Как ни странно, у меня было много друзей, в основном среди мальчишек. Но к седьмому‑восьмому классам эта дружба стала приобретать совсем другой оттенок, и когда один из старшеклассников попытался потискать меня в темном углу, я стала обходить стороной всех этих озабоченных придурков, тем более что моим героем стал Евгений Леонидович. Моя любовь к учителю физики была настолько чистой и прозрачной, что ее можно было вставлять в оконную раму вместо стекла. Евгений Леонидович – это звучало так красиво, так поэтично! Я повторяла его имя перед сном, пока не засыпала, обняв большого плюшевого медведя, у которого мех был точно такого цвета, как волосы Евгения Леонидовича. Он снился мне чуть не каждую ночь – Евгений Леонидович, а не медведь. Даже не он сам, а его любовь ко мне. Просто любовь – словно облако, туман или дымка. Не знаю, как объяснить, что это было, но просыпалась я с улыбкой. А когда однажды на перемене я с размаху влетела в объятия Евгения Леонидовича, убегая от Витьки Самохина, то чуть не потеряла сознание!

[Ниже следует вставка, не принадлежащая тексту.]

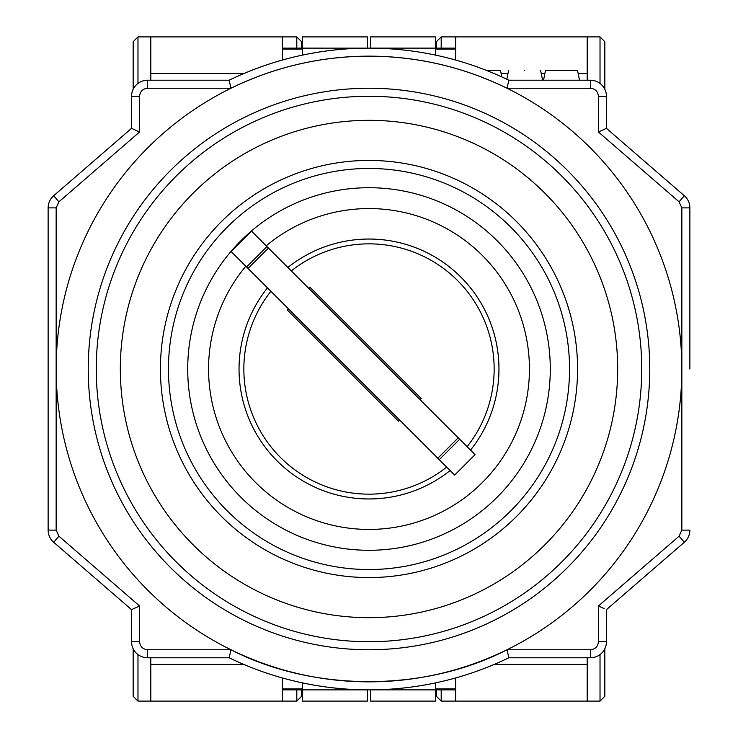 <?xml version="1.0" encoding="UTF-8"?>
<svg xmlns="http://www.w3.org/2000/svg" width="738" height="738" viewBox="0 0 738 738"><rect width="100%" height="100%" fill="white"/><g stroke="black" fill="none" stroke-linecap="round" stroke-linejoin="round"><path stroke-width="1.11" d="M524.626 70.59C545.317 70.59 545.317 70.59 524.626 70.59C503.925 70.59 503.925 70.59 524.626 70.59M139.574 96.263C140.091 91.42 142.766 88.754 147.6 88.237L147.6 80.221A16.042 16.042 0 0 0 131.558 96.263L131.558 128.347L139.574 132.01L139.574 96.263L131.558 96.263A16.042 16.042 0 0 1 147.6 80.221L229.14 80.221A320.873 320.873 0 0 1 508.86 80.221L507.015 88.237L590.4 88.237L590.4 80.221L508.86 80.221M369 168.458A200.542 200.542 0 0 1 569.542 369A200.542 200.542 0 0 1 369 569.542A200.542 200.542 0 0 1 168.458 369A200.542 200.542 0 0 1 369 168.458M187.71 369A181.29 181.29 0 0 1 369 187.71A181.29 181.29 0 0 1 550.29 369A181.29 181.29 0 0 1 369 550.29A181.29 181.29 0 0 1 187.71 369M266.224 245.809A160.432 160.432 0 0 1 529.432 369A160.432 160.432 0 0 1 369 529.432A160.432 160.432 0 0 1 245.809 266.224M498.953 369A129.953 129.953 0 0 1 470.53 450.115A129.953 129.953 0 0 0 287.885 267.47A129.953 129.953 0 0 1 498.953 369M450.115 470.53A129.953 129.953 0 0 1 267.47 287.885A129.953 129.953 0 0 0 450.115 470.53M689.873 369L689.873 207.876L681.847 207.876L681.847 530.124L689.873 530.124A16.042 16.042 0 0 1 684.329 542.255L679.08 536.194L598.426 605.99L598.426 641.737L606.442 641.737L606.442 609.653L684.329 542.255A16.042 16.042 0 0 0 689.873 530.124M604.118 608.592L598.426 605.99M131.558 128.347L53.671 195.745A16.042 16.042 0 0 0 48.127 207.876L48.127 530.124L56.153 530.124L56.153 207.876L48.284 207.876M486.942 70.59L500.558 70.59L501.84 76.918M543.519 80.221L545.474 70.59L577.568 70.59L579.524 80.221M598.426 132.019L606.442 128.347L606.442 96.263L598.426 96.263L598.426 132.01L679.08 201.806L684.329 195.745L606.442 128.347L598.426 132.01M53.671 542.255L131.558 609.653L131.558 641.737L139.574 641.737L139.574 605.99L58.92 536.194L53.671 542.255A16.042 16.042 0 0 1 48.127 530.124A16.042 16.042 0 0 0 53.671 542.255M147.6 657.779L229.14 657.779L230.985 649.763L147.6 649.763L147.6 657.779A16.042 16.042 0 0 1 131.558 641.737A16.042 16.042 0 0 0 147.6 657.779M507.015 649.763L508.86 657.779L590.4 657.779L590.4 649.763L507.015 649.763C424.774 692.216 313.226 692.216 230.985 649.763M369 48.127A320.873 320.873 0 0 0 229.14 80.221L230.985 88.237C274.545 67.01 320.55 56.309 369 56.153C417.45 56.309 463.455 67.01 507.015 88.237M131.558 609.653L139.574 605.99M508.86 657.779A320.873 320.873 0 0 1 229.14 657.779A320.873 320.873 0 0 0 508.86 657.779M684.329 195.745A16.042 16.042 0 0 1 689.873 207.876A16.042 16.042 0 0 0 684.329 195.745M590.4 80.221A16.042 16.042 0 0 1 606.442 96.263A16.042 16.042 0 0 0 590.4 80.221M606.442 641.737A16.042 16.042 0 0 1 590.4 657.779A16.042 16.042 0 0 0 606.442 641.737M437.8 458.215L458.215 437.8L459.673 439.248L475.069 454.654L454.654 475.069L439.248 459.673L231.169 251.584L251.584 231.169L268.438 248.023L248.023 268.438M458.215 437.8L268.438 248.023M291.316 270.892A125.137 125.137 0 0 1 467.108 446.684M446.684 467.108A125.137 125.137 0 0 1 270.892 291.316M288.457 308.871L287.322 310.006L398.492 421.186L399.627 420.051M420.051 399.627L421.186 398.492L310.006 287.322L308.871 288.457M88.237 369A280.763 280.763 0 0 0 369 649.763A280.763 280.763 0 0 0 649.763 369A280.763 280.763 0 0 0 369 88.237A280.763 280.763 0 0 0 88.237 369M96.263 369A272.737 272.737 0 0 0 369 641.737A272.737 272.737 0 0 0 641.737 369A272.737 272.737 0 0 0 369 96.263A272.737 272.737 0 0 0 96.263 369M577.568 369A208.568 208.568 0 0 0 369 160.432A208.568 208.568 0 0 0 160.432 369A208.568 208.568 0 0 0 369 577.568A208.568 208.568 0 0 0 577.568 369M120.322 369A248.678 248.678 0 0 0 369 617.678A248.678 248.678 0 0 0 617.678 369A248.678 248.678 0 0 0 369 120.322A248.678 248.678 0 0 0 120.322 369M681.847 369A312.847 312.847 0 0 0 369 56.153A312.847 312.847 0 0 0 56.153 369A312.847 312.847 0 0 0 369 681.847A312.847 312.847 0 0 0 681.847 369M150.81 657.779L150.81 701.1L137.978 701.1L133.163 696.285L133.163 648.73M133.163 89.27L133.163 41.715L137.978 36.9L296.805 36.9L296.805 48.127M150.81 36.9L150.81 80.221M150.81 701.1L296.805 701.1L301.621 696.285L301.621 689.873M301.621 41.715L301.621 48.127L301.621 41.715L296.805 36.9M243.743 73.588L150.81 73.588M282.368 60.046L282.368 36.9M302.423 688.905L282.368 688.905L282.368 689.873L302.423 689.873L302.423 701.1L367.395 701.1L367.395 689.864M282.368 688.905L282.368 677.954M282.368 701.1L282.368 689.873M367.395 689.873L302.423 689.873L302.423 682.89M367.395 48.136L302.423 48.127L302.423 55.11M282.368 48.127L302.423 48.127L302.423 36.9L367.395 36.9L367.395 48.127M150.81 664.412L243.743 664.412M587.19 80.221L587.19 36.9L600.022 36.9L604.837 41.715L604.837 89.27M604.837 696.285L604.837 648.73L604.837 696.285L600.022 701.1L441.195 701.1L441.195 689.873M587.19 701.1L587.19 657.779M587.19 36.9L441.195 36.9L436.379 41.715L436.379 48.127M436.379 689.873L436.379 696.285L441.195 701.1M494.257 664.412L587.19 664.412M455.632 677.954L455.632 701.1M435.577 49.095L455.632 49.095L455.632 48.127L435.577 48.127L435.577 36.9L370.605 36.9L370.605 48.136M455.632 49.095L455.632 60.046M455.632 36.9L455.632 48.127M370.605 48.127L435.577 48.127L435.577 55.11M370.605 689.864L435.577 689.873L435.577 682.89M455.632 689.873L435.577 689.873L435.577 701.1L370.605 701.1L370.605 689.873M587.19 73.588L578.177 73.588M544.865 73.588L541.277 73.588M507.965 73.588L501.167 73.588M441.195 48.127L441.195 36.9L436.379 41.715M147.6 88.237L230.985 88.237M48.127 207.876A16.042 16.042 0 0 1 53.671 195.745L58.92 201.806L139.574 132.01M679.08 201.806L681.847 207.876M590.4 88.237C595.234 88.754 597.909 91.42 598.426 96.263M56.153 207.876L58.92 201.806M58.92 536.194L56.153 530.124M147.6 649.763C142.766 649.246 140.091 646.58 139.574 641.737M598.426 641.737C597.909 646.58 595.234 649.246 590.4 649.763M681.847 530.124L679.08 536.194M246.566 266.981L266.981 246.566M459.673 439.248L439.248 459.673M137.978 83.422L137.978 36.9M137.978 701.1L137.978 654.578M302.423 49.095L282.368 49.095M296.805 701.1L296.805 689.873M600.022 654.578L600.022 701.1M600.022 36.9L600.022 83.422M435.577 688.905L455.632 688.905M540.668 70.59L542.624 80.221M508.574 70.59L506.821 79.234"/></g></svg>

Евгений Леонидович казался мне очень красивым, несмотря на то что был почти на пятнадцать лет старше, и потрясающе умным. Интеллигентное удлиненное лицо, светло‑карие добрые глаза, каштановые вьющиеся волосы и очень хорошая улыбка. Мягкий, деликатный, он никогда не повышал голос и очень любил свою заумную физику, всеми силами пытаясь заинтересовать и нас. К тому же он прекрасно играл на гитаре и пел. Ну, как было не влюбиться?! На уроках я просто любовалась им, совершенно не понимая, что он там объясняет, и в результате сползла на тройки. И не только по физике, потому что на всех уроках я предавалась бесплодным романтическим мечтаниям. Однажды Евгений Леонидович оставил меня после уроков – я затрепетала. Он сел рядом со мной и мягко спросил:
– Что случилось, Леночка? Почему ты вдруг забросила учебу? Все учителя жалуются, что ты плохо готовишься. У тебя какие‑то проблемы?
Он говорил так ласково, сидел так близко – у меня мурашки бежали по коже и сердце колотилось страшно – того гляди выпрыгнет. Я молчала.
– Я могу тебе чем‑то помочь? Если хочешь, я позанимаюсь с тобой дополнительно. Последний материал был довольно сложный, но мне казалось, что такая способная девочка, как ты, должна с ним справиться. Что тебе мешает по‑прежнему хорошо учиться? У вас все нормально дома?
Я посмотрела на него – Евгений Леонидович чуть нахмурился, увидев мое выражение лица. Я глубоко вздохнула, опустила голову и выговорила:
– Да, мне мешает одна вещь.
– Что же?
– Я люблю вас, Евгений Леонидович.
Он как‑то поперхнулся и вскочил. Отошел к окну и постоял там, а я с тоской на него смотрела, начиная понимать, что все только испортила своим дурацким признанием.
Евгений Леонидович, наконец, повернулся и взглянул на меня:
– Леночка… Послушай… Я, конечно, польщен… Но ты же умная девочка! Твое чувство, такое юное и прекрасное… Оно словно сияние! И я просто попал под это сияние! Ты же прекрасно понимаешь, что…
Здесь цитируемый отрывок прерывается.